You may have noticed some tweets from me on Friday morning on the subject of Agile methodologies. Work arranged for a couple of speakers to come in to speak to us on the subject.

Our company is made up of three types of people.

  • Those that are fully invested in agile and use it on a day-to-dat basis.
  • Those that think they know agile and perform some bastardised version of it.
  • Those that need a warm up before they can even say the word agile.

If I’m honest, I fit into the last group. 🙂 I understand the approach and know some of the terminology, but I’ve never worked in a truly agile team, just those that play at it. I’ve also seen terms like agile, RAD and extreme programming used as an excuse to avoid doing the job properly, so there is a slightly bitter taste in my mouth.

In the recent office reshuffle, the DBAs have been put into a development team. We are still responsible for all production stuff as well, but we share the office with a development team and as usual, will be involved in a number of projects. As a result, getting involved in the whole agile thing is quite important…

The first speaker up was Kay Johnson from IBM, who has been involved in the rollout of agile throughout IBM. She started off with an overview of agile, then talked about how to scale agile through a company as large as IBM. It’s interesting that even the CICS team at IBM now use agile methodologies. Kay is a really enthusiastic speaker and great at getting the crowd involved. I really enjoyed the session. If you get chance to see her speak, you really should make the effort.

Next up was Gavin Barton from the BBC, who was talking about how the BBC has implemented agile throughout the web team. Gavin was a very relaxed and confident speaker, very open and honest when answering questions. Once again, you should definitely make the effort to go and see him if you get the opportunity to hear him speak. As you would expect, there was a lot of common ground between what he said and what Kay said, but it was good to hear how two sets of people arrived at similar conclusions via different routes, and of course some of the differences between the two.

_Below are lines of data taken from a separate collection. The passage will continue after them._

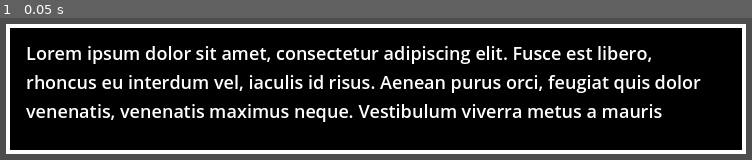
Above: before the commit, frame 1.
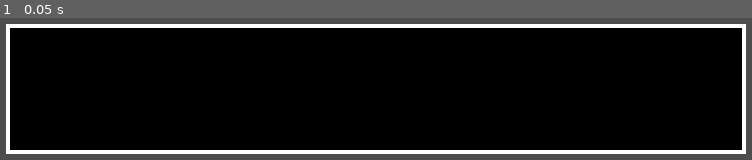
Above: after the commit, the same moment.

Repository: IsaelGabriel/tamer-game
Game: Godot game, scene res://nodes/dialog_box.tscn
The game is run twice, just before and just after one commit, with the same random seed, the same clock (stepped at 60 frames per second) and the same inputs. This scene is started directly instead of the project's main scene.
Inputs:
- Up to frame 1 (0.05 s): no input

The runs differ from the first frame. In frame 1, 10% of the frame differs, in the area x 3-94%, y 19-74%.

Commit message:
Add base dialog_box code

Diff:
--- a/nodes/dialog_box.tscn
+++ b/nodes/dialog_box.tscn
@@ -1,6 +1,7 @@
-[gd_scene load_steps=6 format=3 uid="uid://copr1iswfcpss"]
+[gd_scene load_steps=7 format=3 uid="uid://copr1iswfcpss"]
 
 [ext_resource type="Texture2D" uid="uid://b8cn5c5ji3hp3" path="res://sprite_atlas.png" id="1_tnh32"]
+[ext_resource type="Script" path="res://scripts/dialog_box.gd" id="1_vyk5t"]
 
 [sub_resource type="StyleBoxFlat" id="StyleBoxFlat_abbqp"]
 bg_color = Color(0, 0, 0, 1)
@@ -22,6 +23,7 @@
 
 [node name="DialogBox" type="CanvasLayer"]
 layer = -1
+script = ExtResource("1_vyk5t")
 
 [node name="MarginContainer" type="MarginContainer" parent="."]
 anchors_preset = 12
@@ -54,7 +56,7 @@
 [node name="HBoxContainer" type="HBoxContainer" parent="MarginContainer/MarginContainer"]
 layout_mode = 2
 
-[node name="Label" type="Label" parent="MarginContainer/MarginContainer/HBoxContainer"]
+[node name="DialogText" type="Label" parent="MarginContainer/MarginContainer/HBoxContainer"]
 custom_minimum_size = Vector2(0, 16)
 layout_mode = 2
 size_flags_horizontal = 3
@@ -64,7 +66,7 @@
 autowrap_mode = 2
 max_lines_visible = 3
 
-[node name="TextureRect" type="TextureRect" parent="MarginContainer/MarginContainer/HBoxContainer"]
+[node name="NextIcon" type="TextureRect" parent="MarginContainer/MarginContainer/HBoxContainer"]
 modulate = Color(1, 1, 1, 0)
 texture_filter = 1
 custom_minimum_size = Vector2(16, 16)
--- /dev/null
+++ b/scripts/dialog_box.gd
@@ -0,0 +1,35 @@
+extends CanvasLayer
+
+const CHAR_TIME = 0.1
+
+@onready var dialog_text = $MarginContainer/MarginContainer/HBoxContainer/DialogText
+@onready var next_icon = $MarginContainer/MarginContainer/HBoxContainer/NextIcon
+
+var current_text: String
+var current_time: float
+
+func _ready():
+	dialog_text.text = ""
+	next_icon.modulate.a = 0x0
+	process_mode = Node.PROCESS_MODE_WHEN_PAUSED
+
+func _process(delta):
+	if current_time > 0:
+		current_time -= delta
+	else:
+		handle_dialog(delta)
+
+func show_dialog(text: String):
+	get_tree().paused = true
+	dialog_text.text = ""
+	current_text = text
+
+func handle_dialog(delta):
+	if len(dialog_text.text) < len(current_text):
+		var time_multiplier = 0.5 if Input.is_action_pressed("ui_accept") else 1.0
+		dialog_text.text += current_text[len(dialog_text.text)]
+		current_time = CHAR_TIME * time_multiplier
+	else:
+		next_icon.modulate.a = 0xFF
+		if Input.is_action_just_pressed("ui_accept"):
+			get_tree().paused = false

If I combine a few of the take-home messages from both speakers, it would go something like this:

  • Agile is not an excuse to avoid planning and documentation. If anything it requires more discipline than the traditional waterfall approach. The point is you don’t spend so long planning that the requirement has changed by the time you come to code. Likewise, you don’t spend months producing documentation nobody will ever read. Keep it all direct and to the point.
  • Agile is about being user/business driven. Work with the user/business to give them what they want. Don’t assume you know better.
  • Sprints should be no longer than 2 weeks. Gavin suggested for many things they do, 2-3 days is actually better. As Kay said, there is always a way to break stuff down to something smaller, so even massive projects can be broken down to 2 week chunks.
  • Sprints should produce something that is production ready, even if it hasn’t completed UAT and doesn’t make sense to release it on its own. That means the developer should have confidence in what they have produced. A sprint might be one function or one page that can’t be released on its own, but in itself is production ready.
  • Each sprint should include planning and a retrospective look at how things went so you can learn from previous successes and failures.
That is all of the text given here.